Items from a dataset
▬▬▬▬▬▬

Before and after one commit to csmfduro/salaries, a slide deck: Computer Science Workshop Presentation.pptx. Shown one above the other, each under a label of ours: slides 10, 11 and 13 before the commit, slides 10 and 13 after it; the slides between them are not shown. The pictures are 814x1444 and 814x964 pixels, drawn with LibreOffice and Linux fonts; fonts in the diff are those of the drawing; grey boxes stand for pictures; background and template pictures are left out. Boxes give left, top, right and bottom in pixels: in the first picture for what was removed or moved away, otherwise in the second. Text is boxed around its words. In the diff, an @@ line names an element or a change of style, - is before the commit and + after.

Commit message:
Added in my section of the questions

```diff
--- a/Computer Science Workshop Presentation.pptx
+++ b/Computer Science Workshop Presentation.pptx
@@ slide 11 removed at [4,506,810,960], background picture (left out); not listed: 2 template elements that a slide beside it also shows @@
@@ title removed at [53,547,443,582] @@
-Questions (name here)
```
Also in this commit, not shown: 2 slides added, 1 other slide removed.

▬▬▬▬▬▬

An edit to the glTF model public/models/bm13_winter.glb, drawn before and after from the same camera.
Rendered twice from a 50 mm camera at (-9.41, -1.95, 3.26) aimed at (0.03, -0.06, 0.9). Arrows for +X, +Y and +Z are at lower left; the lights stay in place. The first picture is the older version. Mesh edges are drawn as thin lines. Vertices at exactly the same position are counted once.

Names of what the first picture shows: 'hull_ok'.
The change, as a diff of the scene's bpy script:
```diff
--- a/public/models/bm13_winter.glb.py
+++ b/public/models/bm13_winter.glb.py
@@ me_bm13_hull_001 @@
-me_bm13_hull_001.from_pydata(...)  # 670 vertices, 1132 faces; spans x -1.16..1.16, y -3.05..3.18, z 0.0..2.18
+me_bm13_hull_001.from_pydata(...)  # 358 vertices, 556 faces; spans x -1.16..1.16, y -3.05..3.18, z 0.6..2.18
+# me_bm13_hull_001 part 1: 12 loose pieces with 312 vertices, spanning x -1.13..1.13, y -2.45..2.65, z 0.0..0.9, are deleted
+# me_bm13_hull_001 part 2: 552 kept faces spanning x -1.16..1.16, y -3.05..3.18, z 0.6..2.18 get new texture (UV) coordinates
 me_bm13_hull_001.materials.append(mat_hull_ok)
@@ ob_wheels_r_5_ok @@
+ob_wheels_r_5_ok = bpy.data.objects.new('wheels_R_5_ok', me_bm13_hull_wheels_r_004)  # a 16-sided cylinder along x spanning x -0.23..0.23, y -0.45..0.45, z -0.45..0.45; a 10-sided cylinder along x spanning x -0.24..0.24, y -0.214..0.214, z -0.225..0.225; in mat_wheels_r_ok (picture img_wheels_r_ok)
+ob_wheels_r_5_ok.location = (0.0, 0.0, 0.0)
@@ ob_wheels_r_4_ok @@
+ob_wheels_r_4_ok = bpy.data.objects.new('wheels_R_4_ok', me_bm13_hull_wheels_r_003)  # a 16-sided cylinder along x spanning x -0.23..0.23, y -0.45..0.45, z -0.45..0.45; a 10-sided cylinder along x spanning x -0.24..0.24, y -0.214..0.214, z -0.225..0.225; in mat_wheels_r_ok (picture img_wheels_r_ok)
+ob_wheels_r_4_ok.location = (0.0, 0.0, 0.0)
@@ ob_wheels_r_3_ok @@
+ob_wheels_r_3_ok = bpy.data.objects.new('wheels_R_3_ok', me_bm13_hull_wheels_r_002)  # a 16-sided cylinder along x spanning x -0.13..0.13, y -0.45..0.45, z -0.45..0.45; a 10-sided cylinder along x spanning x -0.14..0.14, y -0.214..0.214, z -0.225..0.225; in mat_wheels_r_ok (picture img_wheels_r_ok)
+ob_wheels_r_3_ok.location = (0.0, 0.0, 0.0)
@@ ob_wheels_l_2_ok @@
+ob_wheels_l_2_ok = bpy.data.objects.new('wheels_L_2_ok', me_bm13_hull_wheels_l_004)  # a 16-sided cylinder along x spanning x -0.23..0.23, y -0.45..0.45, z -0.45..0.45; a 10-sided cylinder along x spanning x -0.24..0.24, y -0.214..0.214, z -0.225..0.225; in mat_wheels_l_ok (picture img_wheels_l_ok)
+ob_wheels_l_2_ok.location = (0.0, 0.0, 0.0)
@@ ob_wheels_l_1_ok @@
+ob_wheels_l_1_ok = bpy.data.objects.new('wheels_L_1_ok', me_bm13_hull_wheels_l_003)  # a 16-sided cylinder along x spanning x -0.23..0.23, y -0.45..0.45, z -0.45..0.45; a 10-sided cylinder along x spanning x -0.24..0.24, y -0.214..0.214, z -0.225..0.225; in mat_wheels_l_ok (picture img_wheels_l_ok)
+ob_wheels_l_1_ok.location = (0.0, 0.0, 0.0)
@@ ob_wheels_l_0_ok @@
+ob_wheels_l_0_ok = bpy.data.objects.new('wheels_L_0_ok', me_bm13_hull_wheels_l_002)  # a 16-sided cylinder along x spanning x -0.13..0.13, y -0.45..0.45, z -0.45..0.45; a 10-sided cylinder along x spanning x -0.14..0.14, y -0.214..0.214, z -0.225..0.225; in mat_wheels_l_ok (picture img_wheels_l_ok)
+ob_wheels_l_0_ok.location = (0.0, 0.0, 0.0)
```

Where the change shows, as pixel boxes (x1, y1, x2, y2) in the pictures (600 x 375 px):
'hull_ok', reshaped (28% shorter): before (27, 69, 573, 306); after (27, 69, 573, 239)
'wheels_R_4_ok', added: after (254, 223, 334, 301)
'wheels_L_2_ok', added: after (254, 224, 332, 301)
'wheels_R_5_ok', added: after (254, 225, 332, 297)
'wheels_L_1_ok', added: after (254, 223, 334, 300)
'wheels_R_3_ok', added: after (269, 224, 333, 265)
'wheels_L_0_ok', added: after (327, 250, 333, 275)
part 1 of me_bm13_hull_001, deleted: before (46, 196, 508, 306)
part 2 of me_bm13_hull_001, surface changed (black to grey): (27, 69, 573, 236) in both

▬▬▬▬▬▬

--- Work item ---
What you return should be exactly the lines above, starting at the one with "223, 334, 301)" and ending at the one with "part 2 of me_bm13_hull_001, surface", and nothing else.

--- Completed task ---
'wheels_R_4_ok', added: after (254, 223, 334, 301)
'wheels_L_2_ok', added: after (254, 224, 332, 301)
'wheels_R_5_ok', added: after (254, 225, 332, 297)
'wheels_L_1_ok', added: after (254, 223, 334, 300)
'wheels_R_3_ok', added: after (269, 224, 333, 265)
'wheels_L_0_ok', added: after (327, 250, 333, 275)
part 1 of me_bm13_hull_001, deleted: before (46, 196, 508, 306)
part 2 of me_bm13_hull_001, surface changed (black to grey): (27, 69, 573, 236) in both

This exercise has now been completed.